Dataset excerpts.
---------------

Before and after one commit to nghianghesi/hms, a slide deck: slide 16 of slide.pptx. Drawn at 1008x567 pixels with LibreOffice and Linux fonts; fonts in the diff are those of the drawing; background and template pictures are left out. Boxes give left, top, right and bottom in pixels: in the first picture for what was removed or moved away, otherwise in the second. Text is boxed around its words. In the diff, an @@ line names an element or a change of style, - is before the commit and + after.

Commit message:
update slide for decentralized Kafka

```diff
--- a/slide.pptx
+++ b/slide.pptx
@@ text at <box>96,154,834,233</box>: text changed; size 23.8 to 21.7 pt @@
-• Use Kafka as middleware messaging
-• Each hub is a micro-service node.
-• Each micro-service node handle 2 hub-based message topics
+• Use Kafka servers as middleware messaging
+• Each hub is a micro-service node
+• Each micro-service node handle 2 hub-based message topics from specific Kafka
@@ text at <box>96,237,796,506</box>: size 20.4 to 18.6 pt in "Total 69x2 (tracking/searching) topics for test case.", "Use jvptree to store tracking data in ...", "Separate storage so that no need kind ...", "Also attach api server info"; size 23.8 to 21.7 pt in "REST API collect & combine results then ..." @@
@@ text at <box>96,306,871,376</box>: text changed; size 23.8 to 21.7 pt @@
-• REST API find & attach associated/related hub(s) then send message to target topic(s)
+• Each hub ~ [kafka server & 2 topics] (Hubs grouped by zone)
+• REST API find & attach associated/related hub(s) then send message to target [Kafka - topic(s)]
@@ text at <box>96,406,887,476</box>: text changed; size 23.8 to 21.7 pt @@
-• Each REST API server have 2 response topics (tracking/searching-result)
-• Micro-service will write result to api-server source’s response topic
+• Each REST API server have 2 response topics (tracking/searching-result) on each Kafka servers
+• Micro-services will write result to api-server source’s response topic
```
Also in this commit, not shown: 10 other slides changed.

---------------

Your task. Your response should be an exact copy of all the records.

Solution for this problem.
Before and after one commit to nghianghesi/hms, a slide deck: slide 16 of slide.pptx. Drawn at 1008x567 pixels with LibreOffice and Linux fonts; fonts in the diff are those of the drawing; background and template pictures are left out. Boxes give left, top, right and bottom in pixels: in the first picture for what was removed or moved away, otherwise in the second. Text is boxed around its words. In the diff, an @@ line names an element or a change of style, - is before the commit and + after.

Commit message:
update slide for decentralized Kafka

```diff
--- a/slide.pptx
+++ b/slide.pptx
@@ text at <box>96,154,834,233</box>: text changed; size 23.8 to 21.7 pt @@
-• Use Kafka as middleware messaging
-• Each hub is a micro-service node.
-• Each micro-service node handle 2 hub-based message topics
+• Use Kafka servers as middleware messaging
+• Each hub is a micro-service node
+• Each micro-service node handle 2 hub-based message topics from specific Kafka
@@ text at <box>96,237,796,506</box>: size 20.4 to 18.6 pt in "Total 69x2 (tracking/searching) topics for test case.", "Use jvptree to store tracking data in ...", "Separate storage so that no need kind ...", "Also attach api server info"; size 23.8 to 21.7 pt in "REST API collect & combine results then ..." @@
@@ text at <box>96,306,871,376</box>: text changed; size 23.8 to 21.7 pt @@
-• REST API find & attach associated/related hub(s) then send message to target topic(s)
+• Each hub ~ [kafka server & 2 topics] (Hubs grouped by zone)
+• REST API find & attach associated/related hub(s) then send message to target [Kafka - topic(s)]
@@ text at <box>96,406,887,476</box>: text changed; size 23.8 to 21.7 pt @@
-• Each REST API server have 2 response topics (tracking/searching-result)
-• Micro-service will write result to api-server source’s response topic
+• Each REST API server have 2 response topics (tracking/searching-result) on each Kafka servers
+• Micro-services will write result to api-server source’s response topic
```
Also in this commit, not shown: 10 other slides changed.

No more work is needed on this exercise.